Comics Review: Ms. Marvel (2015) #1
Confession time: Ms. Marvel was the first-ever comic series I bought into and read consistently. It was my first true introduction into the wide and weird world of Marvel comics, and I hold Ms. Marvel near and dear to my heart for that reason. I admit I have a strong bias favoring the adventures of Kamala Khan as told by G. Willow Wilson and drawn by Adrian Alphona and Takeshi Miyazawa; Ms. Marvel is an incredibly strong series that I’d recommend to any new comics reader, and with the release of Ms. Marvel (2015) #1 I can happily report that nothing has changed.
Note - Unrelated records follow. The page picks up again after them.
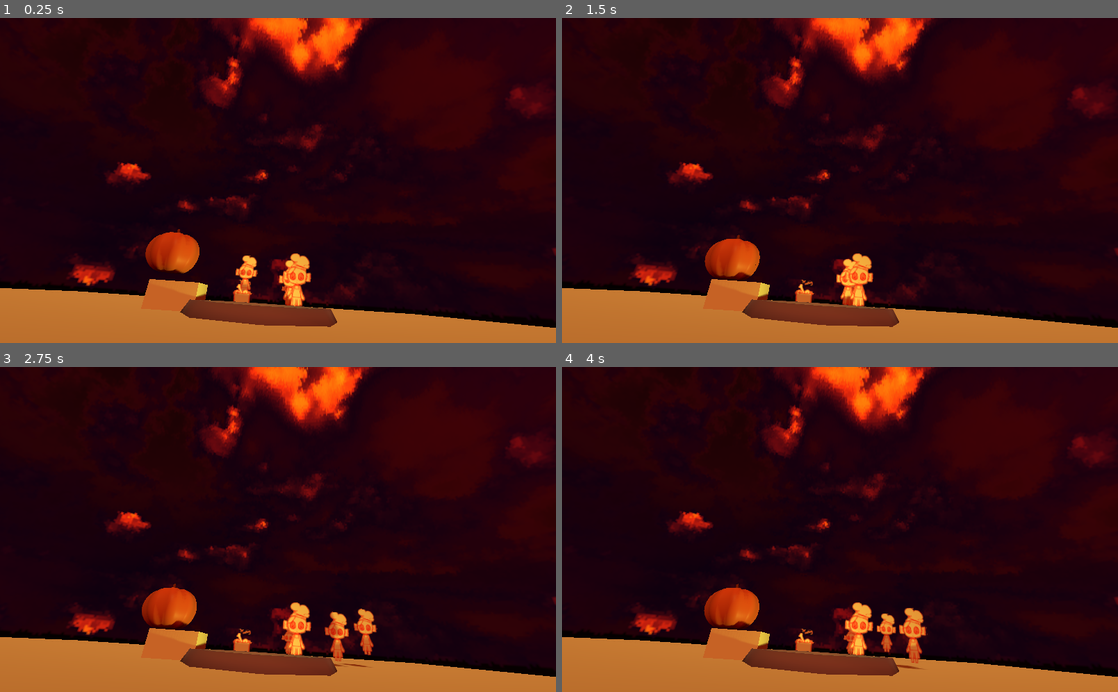
Above: before the commit, frames 1-4 (two rows, left to right).
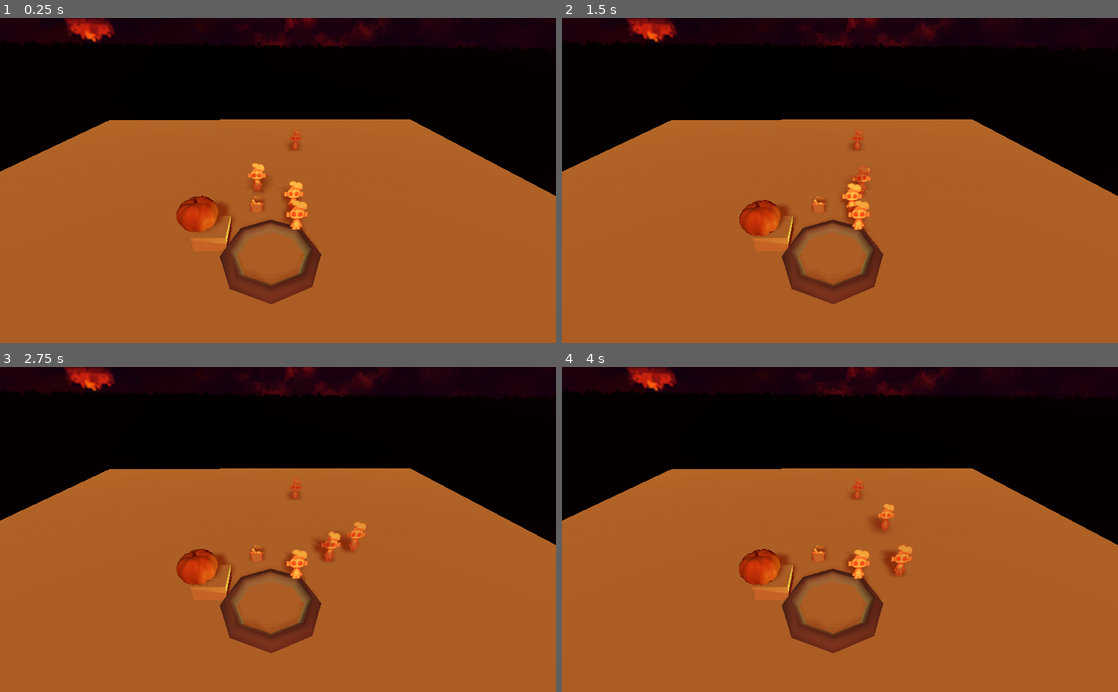
Above: after the commit, the same moments.

Repository: KaizNike/Bone--Appetite--Monster-
Game: Godot game, scene res://src/Scenes/Main.tscn
The game is run twice, just before and just after one commit, with the same random seed, the same clock (stepped at 60 frames per second) and the same inputs.
Inputs:
- Up to frame 1 (0.25 s): no input
- Up to frame 2 (1.5 s): hold D (move_right) 0.53-1.28 s; hold Down (p2_move_down) 0.53-1.28 s; hold S (move_down) from 1.28 s (still down); tap Left (p2_move_left) at 1.35 s
- Up to frame 3 (2.75 s): release S (move_down) at 2.03 s; hold D (move_right) from 2.03 s (still down); hold Right (p2_move_right) from 2.03 s (still down)
- Up to frame 4 (4 s): release D (move_right) at 2.78 s; release Right (p2_move_right) at 2.78 s; hold W (move_up) 2.78-3.53 s; tap Up (p2_move_up) at 2.85 s; hold A (move_left) from 3.53 s (still down); hold Down (p2_move_down) from 3.53 s (still down)

The runs differ from the first frame. In frame 1, 85% of the frame differs, in the area x 0-100%, y 0-98%; in frame 2, 85%; in frame 3, 85%; in frame 4, 85%.

Commit message:
Clean up camera

Diff:
--- a/Project/src/Scenes/Main.tscn
+++ b/Project/src/Scenes/Main.tscn
@@ -34,7 +34,7 @@
 transform = Transform( 1, 0, 0, 0, 1, 0, 0, 0, 1, 0, 0.774147, 0 )
 
 [node name="Spatial" type="Spatial" parent="."]
-transform = Transform( 0.994835, -0.0913609, -0.0442258, 0.0850071, 0.988016, -0.128837, 0.0554665, 0.124412, 0.990679, 0.857166, 0.74657, 13.2739 )
+transform = Transform( 1, 0, 0, 0, 0.642788, 0.766045, 0, -0.766044, 0.642788, 1, 10, 13 )
 
 [node name="SpringArm" type="SpringArm" parent="Spatial"]

Except, of course, everything has changed.
Set eight whole months after the events of The Last Days of Ms. Marvel (Ms. Marvel #19), we start this new run in media res, and Kamala Khan is having a bad day. She’s joined the Avengers and is still learning to juggle her new hero responsibilities with her home and school life. Her mom knows her secret identity, but she still has to be home for curfew (resulting in Tony Stark routinely driving her home… and possibly helping her with her physics homework???). Jersey City is the same as it’s ever been… aside from the fact that there’s a new, mysterious gentrification project taking over whole swaths of the downtown area while using her likeness to promote itself.
Oh, and despite Bruno professing his love for Kamala at the end of the last series, the Big Drama in this first issue seems to be that he’s !!!Dating!!! !!!Someone!!! !!!Else!!! and didn’t tell her. #HighSchoolProblems.
One thing I’ve always loved about Ms. Marvel is how tightly focused and well-balanced the action is. Wilson, Miyazawa and Alphona do a great job of reminding readers that Kamala is still primarily a high school student, and that she’s a rookie hero with no major training (aside from what she’s done at New Attilan). This first issue continues that trend; the biggest things she fights are some hired thugs from the Hope Yards Development/Relocation Association (in the first part of the issue) and a giant frog during Bruno’s flashback (in the second part).
The rest of the book is setting up the new arc. It’s a pretty solid issue, and it’s got me excited about where Ms. Marvel is going. And of course, Miyazawa and Alphona continue to knock it out of the park when it comes the the book’s art. All in all, go pick this up.